I agree with the Mossberg. a PC9 wouldnt be a BAD choice either, but i would lean twords the shotgun.


----------



## Dave_w (May 25, 2005)

When it comes to shooting dirtbags (and I've come damn close on a couple occasions), I ask myself one question: Am I in fear for my life? If the answer is yes, then unload whatever you've got at his head. Cheaper to kill than it is to maim, after all (j/k, but really, it is). And so long as you're really that afraid, and make sure to mention that over and over to the police, you're in the clear. But mostly, once a guy sees you've got a gun aimed at him, it's over. It's called "deterrence", and it works.

Now, on to guns...the PC9 is really good. I was thinking of getting one, but I decided against it. The Kel-Tech Sub-2000 fires the same round and costs about half, but the sights suck and you can't mount a red-dot on it (it folds in half, very compact). It's the folding thing that I liked about that one. It would fit in my glove compartment. You can sling a laser on it, and that's fine.

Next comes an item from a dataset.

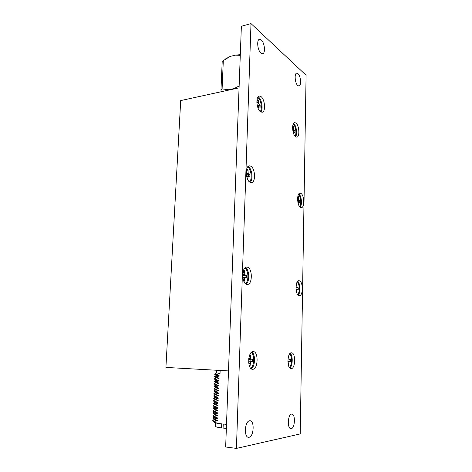 <?xml version="1.0" encoding="UTF-8"?>
<svg xmlns="http://www.w3.org/2000/svg" width="472" height="472" viewBox="0 0 472 472"><rect width="100%" height="100%" fill="white"/><g stroke="black" fill="none" stroke-linecap="round" stroke-linejoin="round"><path stroke-width="0.71" d="M239.074 87.839L228.495 370.915L165.908 367.422L180.705 100.577L239.074 87.839M249.063 437.284C253.847 436.671 254.732 420.705 250.012 420.758L249.57 420.782C244.809 421.053 243.735 437.349 248.52 437.314L249.063 437.284M291.271 428.659C295.041 428.216 295.584 413.991 291.849 414.086L291.548 414.097C287.784 414.28 287.118 428.771 290.899 428.682L291.271 428.659M297.767 85.532L298.906 85.998C301.567 86.046 300.817 75.974 297.991 73.667L296.799 73.154C294.127 73.089 294.929 83.355 297.767 85.532M260.91 53.094L262.509 53.737C265.683 53.708 264.739 42.816 261.317 39.978L259.641 39.27C256.443 39.288 257.47 50.416 260.91 53.094M252.703 369.287C258.166 369.558 258.697 351.398 253.257 351.593L253.24 351.593C247.8 350.92 247.051 369.464 252.567 369.287L252.703 369.287M251.234 368.768C255.21 366.726 255.682 354.324 251.9 351.988M246.832 284.415L247.298 284.463C252.579 284.876 252.656 268.131 247.399 267.17L246.815 267.099C241.517 266.621 241.511 283.749 246.832 284.415M246.018 284.085C249.93 281.825 249.47 269.53 245.416 267.571M260.532 111.758L262.019 112.242C265.919 112.289 265.063 99.309 260.992 96.589L259.405 96.046C255.476 95.969 256.426 109.256 260.532 111.758M260.845 111.958C263.388 109.327 261.812 99.321 258.491 97.102L258.066 96.831M295.655 136.791L296.729 137.145C299.991 137.263 299.301 125.245 295.92 123.027L294.776 122.626C291.495 122.478 292.257 134.75 295.655 136.791M295.59 136.744C297.637 134.207 296.298 125.21 293.596 123.428L293.59 123.428M299.065 295.62L299.348 295.649C303.266 296.027 303.225 281.436 299.325 280.775L298.965 280.728C295.035 280.297 295.118 295.171 299.065 295.62M298.168 295.124C300.741 292.917 300.44 283.377 297.738 281.306M291.183 368.608C295.549 368.868 295.85 352.602 291.501 352.802L291.489 352.802C287.135 352.218 286.687 368.797 291.088 368.608L291.183 368.608M289.855 368.007C292.799 365.9 293.059 355.605 290.245 353.292M250.189 182.369L251.34 182.629C255.918 182.8 255.37 168.274 250.726 166.15L249.464 165.837C244.856 165.625 245.505 180.499 250.189 182.369M250.136 182.339C253.458 179.773 252.007 168.268 248.13 166.516L248.065 166.48M300.599 207.462L301.313 207.627C304.8 207.851 304.369 194.942 300.841 193.378L300.056 193.178C296.552 192.918 297.041 206.087 300.599 207.462M300.168 207.178C302.41 204.807 301.519 195.744 298.859 193.874M236.425 448.4L300.221 433.921L306.092 75.254L250.998 23.6L241.369 26.267L225.657 446.996L236.425 448.4L250.998 23.6M216.359 374.337L214.701 373.977L216.589 372.933L220.029 373.452L216.341 374.644L214.725 374.326L214.701 373.977M216.341 374.644L219.179 375.736L216.217 375.281L214.736 374.337M219.179 375.736L219.161 376.042L216.188 375.258M219.161 376.042L216.259 376.78L214.601 376.396L216.176 375.511M216.259 376.78L216.247 377.087L214.63 376.75L214.601 376.396M216.247 377.087L219.079 378.19L216.123 377.706L214.648 376.762M219.079 378.19L219.067 378.497L216.087 377.683M219.067 378.497L216.158 379.228L214.571 378.745M216.158 379.228L216.147 379.535L214.536 379.181L214.506 378.815M216.147 379.535L218.978 380.644L216.034 380.137L214.559 379.193M218.978 380.644L218.967 380.951L215.987 380.107M218.967 380.951L216.058 381.683L214.483 381.158M216.058 381.683L216.046 381.99L214.447 381.618L214.406 381.234M216.046 381.99L218.884 383.105L215.94 382.574L214.471 381.63M218.884 383.105L218.872 383.411L215.887 382.538M218.872 383.411L215.958 384.137L214.394 383.565M215.958 384.137L215.946 384.444L214.353 384.055L214.306 383.659M215.946 384.444L218.784 385.571L215.852 385.01L214.382 384.072M218.784 385.571L218.772 385.878L215.787 384.969M218.772 385.878L215.857 386.597L214.306 385.984M215.857 386.597L215.846 386.904L214.258 386.497L214.205 386.09M215.846 386.904L218.683 388.037L215.757 387.453L214.294 386.515M218.683 388.037L218.672 388.344L215.686 387.406M218.672 388.344L215.757 389.058L214.223 388.403M215.757 389.058L215.745 389.365L214.17 388.94L214.105 388.521M215.745 389.365L218.583 390.509L215.669 389.896L214.205 388.963M218.583 390.509L218.571 390.816L215.592 389.848M218.571 390.816L215.657 391.524L214.135 390.822M215.657 391.524L215.645 391.831L214.082 391.394L214.005 390.958M215.645 391.831L218.489 392.981L215.58 392.35L214.123 391.418M218.489 392.981L218.477 393.294L215.492 392.291M218.477 393.294L215.556 393.99L214.052 393.241M215.556 393.99L215.539 394.303L213.987 393.849L213.899 393.394M215.539 394.303L218.388 395.459L215.486 394.804L214.04 393.878M218.388 395.459L218.377 395.772L215.391 394.739M218.377 395.772L215.45 396.462L213.969 395.666M215.45 396.462L215.438 396.775L213.899 396.309L213.798 395.837M215.438 396.775L218.288 397.943L215.397 397.265L213.952 396.338M218.288 397.943L218.276 398.25L215.291 397.194M218.276 398.25L215.35 398.94L213.887 398.097M215.35 398.94L215.338 399.253L213.81 398.769L213.698 398.285M215.338 399.253L218.188 400.427L215.309 399.725L213.869 398.81M218.188 400.427L218.176 400.74L215.191 399.648M218.176 400.74L215.25 401.418L213.804 400.522M215.25 401.418L215.238 401.731L213.722 401.235L213.598 400.734M215.238 401.731L218.088 402.917L215.22 402.191L213.786 401.283M218.088 402.917L218.076 403.23L215.09 402.109M218.076 403.23L215.149 403.902L213.497 403.188L213.727 402.958M215.149 403.902L215.138 404.215L213.633 403.707L213.497 403.188M215.138 404.215L217.987 405.407L215.132 404.663L213.71 403.755M217.987 405.407L217.975 405.719L214.99 404.569M217.975 405.719L215.049 406.392L213.397 405.643L213.645 405.389M215.049 406.392L215.037 406.705L213.545 406.185L213.397 405.643M215.037 406.705L217.893 407.902L215.043 407.141L213.627 406.239M217.893 407.902L217.875 408.215C215.881 407.879 214.884 407.548 214.878 407.23L214.884 407.041M217.875 408.215L214.949 408.882L213.291 408.103L213.568 407.826M214.949 408.882L214.931 409.194L213.456 408.669L213.291 408.103M214.931 409.194L217.793 410.404L214.961 409.619L213.545 408.722M217.793 410.404L217.775 410.717C215.781 410.369 214.784 410.026 214.778 409.69L214.784 409.513M217.775 410.717L214.843 411.377L213.191 410.569L213.492 410.268M214.843 411.377L214.831 411.684L213.373 411.153L213.191 410.569M214.831 411.684L217.692 412.906L214.872 412.103L213.468 411.212M217.692 412.906L217.68 413.218C215.68 412.858 214.683 412.504 214.677 412.156L214.683 411.985M217.68 413.218L214.742 413.873L213.09 413.035L213.409 412.711M214.742 413.873L214.73 414.186L213.285 413.643L213.09 413.035M214.73 414.186L217.592 415.413L214.784 414.593L213.391 413.708M217.592 415.413L217.58 415.726C215.58 415.354 214.583 414.988 214.577 414.623L213.338 415.153M217.58 415.726L214.642 416.375L212.99 415.507L213.238 415.207M214.642 416.375L214.63 416.688L213.197 416.133L212.99 415.507M214.63 416.688L217.492 417.921L214.701 417.089L213.315 416.21M217.492 417.921L217.474 418.239C215.48 417.856 214.477 417.472 214.477 417.095L214.483 416.947M217.474 418.239L214.536 418.876L212.884 417.98L213.261 417.602M214.536 418.876L214.524 419.189L213.114 418.634L212.884 417.98M214.524 419.189L217.391 420.434L214.612 419.584L213.238 418.711M217.391 420.434L217.374 420.753C215.38 420.357 214.376 419.962 214.376 419.573L214.382 419.437M217.374 420.753L214.435 421.384L212.783 420.458L213.185 420.05M214.435 421.384L214.418 421.797L212.907 421.142L212.783 420.458M214.418 421.797L217.273 423.36L214.406 422.405L212.984 421.207M217.273 423.36L221.734 423.844L221.575 427.921C217.45 427.384 215.344 426.806 215.256 426.169L215.391 422.888M220.147 370.449L220.029 373.452M226.353 428.364L223.085 428.086L223.238 424.009L226.501 424.357M223.085 428.086L221.575 427.921M221.055 91.775L220.979 89.774L222.1 88.925L228.778 89.739L233.982 88.6L239.139 85.998M224.896 59.265L230.13 56.445L222.206 61.313L220.979 89.774M223.321 60.375L222.1 88.925M240.283 55.342L235.28 55.153L240.313 54.64M230.13 56.445L235.28 55.153M237.133 88.264L233.982 88.6M228.778 89.739L226.412 90.606M257.647 97.486L257.96 97.692C261.034 99.74 262.532 108.955 260.225 111.516M258.125 108.318L258.455 106.79L259.146 106.737L260.084 107.421L260.143 105.545L258.55 103.834L258.367 100.501L257.393 99.775L256.851 102.725M257.293 105.716L260.143 105.545M258.75 105.769L258.756 106.766M257.606 106.873L258.455 106.79M257.358 100.919L258.367 100.501M257.063 102.548L258.314 102.33M257.004 104.194L258.55 103.834M257.222 105.415L259.199 104.855M298.469 194.47C300.835 196.37 301.614 204.335 299.673 206.677M298.227 203.697L298.475 202.388L299.773 202.547L299.808 200.806L298.528 199.638L298.357 196.617L297.85 196.263M297.685 200.948L299.808 200.806M298.528 200.96L298.528 202.163M297.861 202.163L299.024 202.163M297.909 202.394L298.475 202.388M297.749 196.824L298.357 196.617M297.59 198.387L298.328 198.317M297.596 199.78L298.528 199.638M297.655 200.683L299.053 200.417M247.54 167.088L247.582 167.106C251.198 168.74 252.567 179.46 249.476 181.891M247.7 179.448L248.095 176.664L248.832 176.457L249.847 176.976L249.918 174.97L248.201 173.501L248.018 169.997L246.968 169.442L246.897 171.407L246.213 172.734M246.402 175.124L249.918 174.97M248.467 175.165L248.455 176.469M246.673 176.516L248.832 176.457M246.72 176.711L248.095 176.664M247.086 177.956L247.753 177.903M246.933 170.404L248.018 169.997M246.703 172.109L247.947 171.955M246.26 173.849L248.201 173.501M246.384 175.006L248.903 174.445M288.427 365.298L288.982 362.107L289.584 361.546L290.41 361.552L290.451 359.599L289.619 359.587L289.041 359.021L288.734 355.705M289.737 353.829C292.251 356.106 292.015 365.328 289.371 367.422M289.619 359.587L290.451 359.599M289.088 359.664L289.053 361.375L290.41 361.552M289.053 361.375L287.873 361.257M287.873 361.304L289.584 361.546M287.896 361.977L288.982 362.107M288.032 363.416L288.711 363.458M288.191 357.652L288.823 357.664M287.979 359.056L289.041 359.021M297.295 281.867C299.696 283.932 299.962 292.398 297.685 294.587M296.623 292.38L296.9 289.843L297.46 289.448L298.239 289.631L298.269 287.796L296.953 286.952L296.493 283.672M295.95 287.914L298.269 287.796M296.959 287.902L296.941 289.407M296.027 289.342L297.46 289.448M296.074 289.796L296.9 289.843M296.28 291.065L296.646 291.065M296.416 283.932L296.776 283.831M296.08 285.648L296.746 285.625M295.968 287.035L296.953 286.952M295.95 287.79L297.496 287.607M293.242 124.059C295.643 125.882 296.817 133.765 295.077 136.255M293.377 132.945L293.572 132.166L294.888 132.62L294.923 130.915L293.625 129.475L293.454 126.466L292.74 125.906M292.652 126.679L292.605 127.67M292.911 131.086L294.923 130.915M293.643 131.11L293.655 132.101M293.147 132.136L294.121 132.066M293.165 132.19L293.572 132.166M292.646 126.785L293.454 126.466M292.605 128.254L293.425 128.13M292.699 129.67L293.625 129.475M292.841 130.691L294.156 130.36M249.21 365.369L250.101 365.67L250.526 362.006L251.281 361.381L252.319 361.387L252.39 359.204L251.352 359.192L250.632 358.555L250.437 354.903L249.782 354.785M249.34 365.765L250.101 365.67M251.251 352.501C254.786 354.696 254.349 366.272 250.626 368.189M248.638 361.835L249.051 364.773M249.328 356.024L248.762 358.679M248.691 359.357L252.39 359.204M250.886 359.275L250.827 361.192L252.319 361.387M250.827 361.192L248.62 360.968M248.62 360.991L251.281 361.381M248.638 361.776L250.526 362.006M249.08 363.452L250.172 363.523M249.653 355.097L250.437 354.903M249.299 357.021L250.372 357.038M248.838 358.62L250.632 358.555M248.691 359.345L251.352 359.192M243.782 281.141L244.266 281.271L244.702 277.772L245.469 277.335L246.526 277.583L246.596 275.453L245.54 275.2L244.815 274.409L244.62 270.78L243.528 270.509L243.458 272.598L242.732 274.197M243.841 281.282L244.266 281.271M244.797 268.125C248.608 269.937 249.033 281.483 245.363 283.578M242.797 277.182L243.222 279.495M242.697 275.613L246.596 275.453M245.104 275.583L245.056 277.306M242.797 277.152L245.469 277.335M243.033 277.689L244.702 277.772M243.233 279.182L244.337 279.176M243.511 271.117L244.62 270.78M243.375 272.916L244.549 272.863M242.708 274.621L244.815 274.409M242.697 275.577L245.54 275.2M249.139 165.884L249.464 165.837M259.051 96.117L259.405 96.046M259.305 39.359L259.641 39.27M216.695 370.254L216.589 372.951M216.076 377.924L214.559 378.75M215.975 380.343L214.465 381.164M215.881 382.762L214.376 383.577M215.781 385.181L214.282 385.996M215.68 387.606L214.194 388.415M215.58 390.037L214.105 390.84M215.48 392.468L214.017 393.264M215.385 394.899L213.928 395.689M215.285 397.336L213.84 398.12M215.185 399.772L213.751 400.551M215.084 402.215L213.668 402.988M214.984 404.663L213.58 405.424M214.884 407.112L213.492 407.867M214.784 409.56L213.409 410.31M214.683 412.015L213.326 412.758M214.471 416.941L213.155 417.655M214.347 419.419L213.073 420.109"/></g></svg>
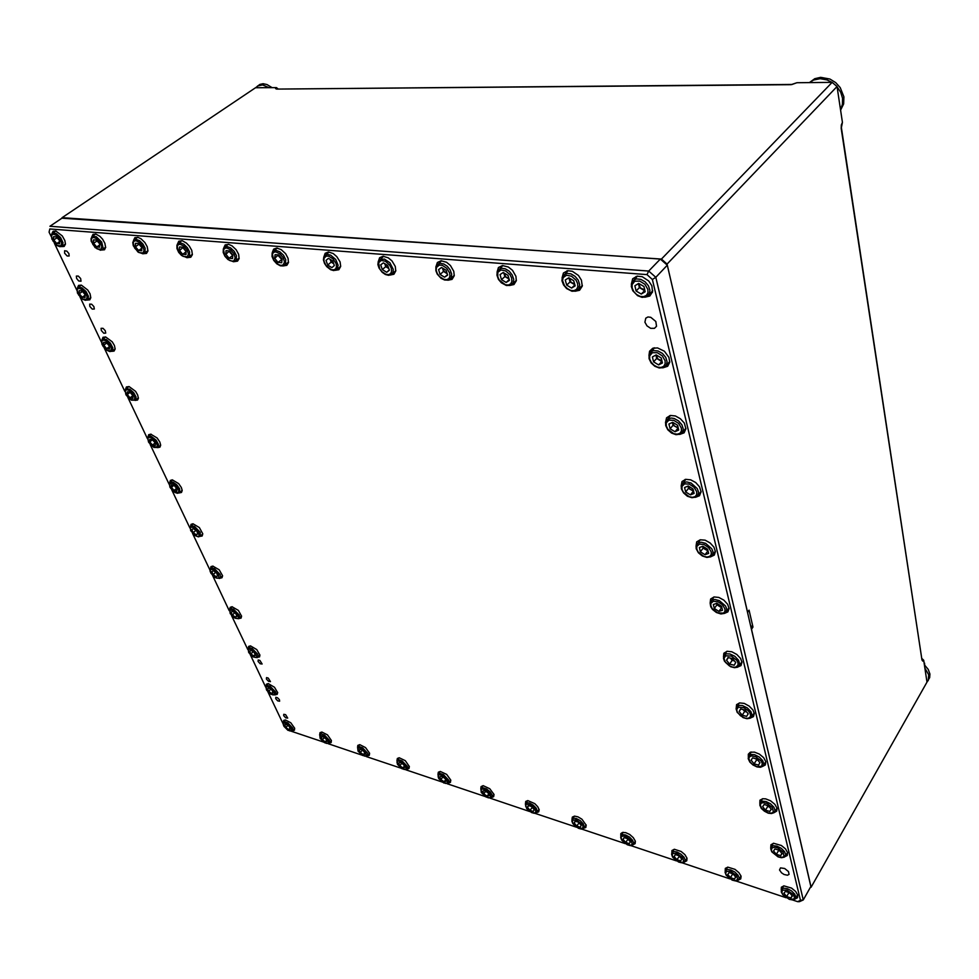 <?xml version="1.0" encoding="UTF-8"?>
<svg xmlns="http://www.w3.org/2000/svg" width="979" height="979" viewBox="0 0 979 979"><rect width="100%" height="100%" fill="white"/><g stroke="black" fill="none" stroke-linecap="round" stroke-linejoin="round"><path stroke-width="1.47" d="M921.973 658.586L923.723 660.225L922.646 661.131L921.973 659.968L841.23 128.457L841.328 124.945L842.478 122.424L841.23 128.457M791.803 84.61L796.894 82.677L790.983 84.647L276.69 89.089L275.576 88.661L276.433 87.596L278.134 88.918M750.648 625.703L752.961 627.013L749.082 610.113L747.552 612.303L667.091 264.049L661.474 259.105L61.861 218.244M779.565 869.915L781.475 872.742L784.057 874.48L787.483 875.25L789.037 874.333L788.462 871.616L784.632 868.446L780.557 867.822L779.565 869.915M644.916 322.226L647.033 325.934L650.717 328.308L654.425 328.344L656.517 326.215L655.82 321.442L650.802 317.269L647.927 316.988L645.736 318.114L644.916 322.226M89.848 306.403L92.332 309.156L94.351 309.034L93.874 306.513L91.61 304.163L89.738 304.053L89.848 306.403M101.278 330.547L103.762 333.276L105.769 333.154L105.291 330.706L103.028 328.381L101.094 328.381L101.278 330.547M275.662 698.651L277.706 700.854L279.676 701.197L279.431 699.593L277.583 697.721L275.772 697.268L275.662 698.651M283.714 715.625L285.746 717.815L287.74 718.096L285.611 714.731L283.812 714.278L283.714 715.625M266.386 679.071L268.442 681.286L270.461 681.568L268.307 678.08L266.508 677.627L266.386 679.071M258.052 661.474L260.108 663.701L262.139 663.982L259.986 660.446L258.175 659.993L258.052 661.474M76.607 278.452L78.724 280.997L81.049 281.218L80.645 278.477L78.369 276.115L76.411 276.115L76.607 278.452M64.663 253.243L67.147 256.033L69.13 256.045L68.934 253.622L66.805 251.052L64.553 250.71L64.663 253.243M329.274 743.085L331.086 742.547L331.392 740.516L327.427 734.911L321.834 732.084L320.035 732.708L319.778 734.495M367.406 755.861L369.279 755.274L369.597 753.255L365.571 747.552L359.746 744.676L357.873 745.362L357.616 747.222M407.117 769.176L409.038 768.515L409.369 766.508L405.282 760.707L399.199 757.783L397.339 758.431L397.009 760.475M448.492 783.029L450.462 782.294L450.756 780.067L446.657 774.401L440.293 771.44L438.347 772.162L438.029 774.279M491.629 797.481L493.673 796.673L493.979 794.483L489.794 788.695L483.124 785.684L481.019 786.59L480.799 788.695M536.676 812.546L538.683 811.775L539.135 809.755L537.74 806.684L534.815 803.6L527.828 800.553L525.723 801.422L525.429 803.735M583.729 828.295L585.797 827.439L586.213 825.224L581.856 819.178L578.026 816.865L574.514 816.082L572.311 817.049L572.042 819.46M632.948 844.742L635.175 843.678L635.408 841.206L633.315 837.608L629.742 834.524L625.679 832.627L622.338 832.468L620.845 833.667L620.784 835.907M684.48 861.973L686.769 860.798L686.952 858.191L684.896 854.728L681.151 851.534L674.36 849.319L671.973 850.482L671.79 853.125M738.496 880.011L740.748 878.873L741.054 876.254L738.961 872.668L735.033 869.364L727.85 867.137L725.353 868.41L725.219 871.188M575.016 291.216L579.592 290.212L582.248 286.137L581.453 280.141L578.43 275.466L572.385 271.33L567.673 270.693L563.463 272.97L562.105 277.901M581.085 286.651L582.175 286.48M509.545 285.538L514.024 284.522L516.288 280.777L515.945 276.359L512.458 270.339L508.309 267.022L502.411 265.578L498.482 267.548L497.124 271.991M515.395 281.157L516.227 281.083M447.954 280.178L452.065 279.358L454.256 275.711L453.815 271.256L450.426 265.493L446.497 262.286L440.991 260.781L437.307 262.494L435.973 266.521M389.923 275.136L393.962 274.291L395.822 270.926L395.271 266.447L391.967 260.928L388.247 257.82L383.083 256.278L379.632 257.758L378.335 261.43M335.136 270.375L338.881 269.678L340.668 266.398L340.031 261.907L336.8 256.608L333.264 253.598L328.393 252.019L325.15 253.316L323.914 256.682M283.335 265.872L286.835 265.297L288.45 262.653L288.046 258.297L285.623 253.72L281.279 249.608L276.665 248.005L273.618 249.143L272.443 252.239M234.275 261.601L237.554 261.136L239.109 258.566L238.607 254.234L236.208 249.792L232.035 245.815L228.707 244.334L225.158 244.897L223.689 248.066M187.76 257.55L190.832 257.183L192.325 254.687L191.737 250.379L189.363 246.072L186.426 243.012L182.18 240.748L178.827 241.201L177.432 244.15M143.583 253.708L146.483 253.414L147.902 250.991L147.242 246.72L144.88 242.547L141.025 238.803L137.99 237.346L134.808 237.701L133.499 240.455M101.571 250.049L104.472 249.718L105.659 247.467L104.924 243.245L102.587 239.182L99.858 236.294L95.979 234.103L92.956 234.385L91.72 236.967M87.143 300.076L89.799 299.77L90.814 297.714L90.068 293.859L87.792 290.029L81.416 285.146L78.577 285.403L77.512 287.765M111.643 351.339L114.041 351.069L115.106 349.062L114.408 345.501L112.169 341.769L105.781 336.972L102.979 337.253L102.024 339.554M135.102 400.472L137.537 400.081L138.382 398.282L137.721 395.002L135.53 391.367L129.142 386.632L126.377 386.938L125.508 389.189M157.619 447.623L159.944 447.195L160.727 445.139L159.883 441.994L157.117 437.98L150.729 434.125L148.722 434.7L148.049 436.781M179.23 492.89L181.458 492.449L182.167 490.516L181.372 487.603L178.631 483.675L172.255 479.857L170.285 480.444L169.685 482.476M61.567 246.561L64.186 246.402L65.458 244.114L64.908 240.589L62.338 235.976L55.974 231.02L53.099 231.24L51.936 233.663M292.611 730.799L294.495 730.175L294.655 728.266L290.751 722.771L285.378 719.981L283.726 720.458L283.396 722.269M199.985 536.406L202.127 535.941L202.739 533.8L199.3 527.571L192.949 523.802L191.015 524.401L190.489 526.359M219.945 578.246L222 577.769L222.551 575.774L219.186 569.79L212.847 566.058L210.962 566.645L210.485 568.566M239.145 618.532L241.018 618.141L241.629 616.183L238.325 610.406L231.999 606.711L230.151 607.31L229.735 609.171M257.624 657.325L259.533 656.848L259.986 655.098L256.755 649.53L250.453 645.871L248.727 646.36L248.287 648.269M275.442 694.723L277.192 694.331L277.681 692.606L274.512 687.234L268.234 683.599L266.459 684.174L266.153 685.949M784.828 856.796L787.287 855.487L787.654 852.758L785.488 848.952L781.315 845.477L773.606 843.274L770.901 844.755L770.779 847.802M773.973 812.692L776.714 811.126L777.02 808.311L774.817 804.395L770.608 800.871L765.688 798.864L762.788 798.693L759.998 800.247L759.79 803.465M762.555 766.459L765.382 764.991L765.859 761.711L763.632 757.673L759.386 754.099L754.405 752.092L750.244 752.264L748.274 754.148L748.274 756.987M750.563 717.95L753.438 716.591L754.295 713.618L752.924 710.008L749.192 706.067L744.248 703.424L739.586 702.873L736.587 704.574L736.184 708.196M737.909 666.98L741.017 665.561L742.009 662.269L740.589 658.488L736.832 654.461L731.851 651.806L727.116 651.292L723.86 653.274L723.481 656.921M795.168 898.93L797.481 897.682L797.799 895.185L795.682 891.49L791.546 888.063L783.934 885.824L781.328 887.231L781.266 890.131M644.769 297.273L649.811 296.025L652.528 291.815L651.855 285.831L648.71 280.936L642.224 276.665L637.145 276.164L632.63 278.807L631.32 284.289M651.096 292.464L652.455 292.17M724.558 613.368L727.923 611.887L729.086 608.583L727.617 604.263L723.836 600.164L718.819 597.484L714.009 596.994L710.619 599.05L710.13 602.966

Bear in mind that the muzzle velocity on a pistol-caliber carbine is going to be much higher than on a handgun firing the same round, because of the longer barrel. This means longer range and more stopping power.

I would advise against a rifle. If you're at the engagement range of a rifle, it's very difficult to justify shooting a man. Thus, it's not worth carrying a rifle.

I really like the Mossberg pumps for this kind of thing. They're compact, cheap, and easy to use. You can sling a flashlight under the barrel and get some glow-sights for night work. I've got a Mossberg and an older coach gun right now, and I love them both. The coach gun saved my *** when the psychotic, alcoholic ex-boyfriend of a girl I was seeing tried to pay me a visit with his piece of sh*t .380 pistol. He gave up when he took a look down the barrels.


----------



## TN.Frank (Nov 12, 2005)

I stil have the 590a1 for sale or trade, let me know if anyone out there wants it. 
:beer:


----------



## 147 Grain (Feb 18, 2005)

Recommend a sidearm pistol and 12 gauge shotgun (withf 00o buckshot) fort this scenario.

The 9mm is no slouch, especially with 147-gr. HP's.

___________

IMHO:

Example of the top three 9mm SD loads to consider:

* *Double Tap 9mm 147-gr. Gold Dot JHP @ 1,135 fps in a Glock 17* is well under SAMMI specs (only 200 psi over standard ammo pressures) using specially blended cooler burning powders not commercially available. This load achieves 150 more fps than their competitors because the powder produces a large smooth pressure curve for high velocity speeds to buildup under (unlike the spike pressures of +P ammo).

* Winchester Ranger T (Talans) in 147-gr. +P at 990 fps (Glock 19) consistently achieve about 15" penetration and almost 3/4" expansion in clothed gelatin tests. This load also outperforms many 357 Sig and 45 Auto loads as well, but not all.

http://glocktalk.com/showthread.php...25&goto=newpost

* Golden Saber 147-gr.

Nothin' else out there on the market beats the top 3 as far as self defense is concerned, using penetration and expansion in denim covered gelatin as a guide.


----------



## Dave_w (May 25, 2005)

Just a question...in those "clothed gelatin tests", do they simulate for annoying little things like rib cages and sternums and skulls?

Now, if we lived in a perfect world (and I'm just joking here), we'd be able to buy us some cadavers too shoot up and test ammunition on, so that way, our tests would mean more than "it goes right through Jell-o!"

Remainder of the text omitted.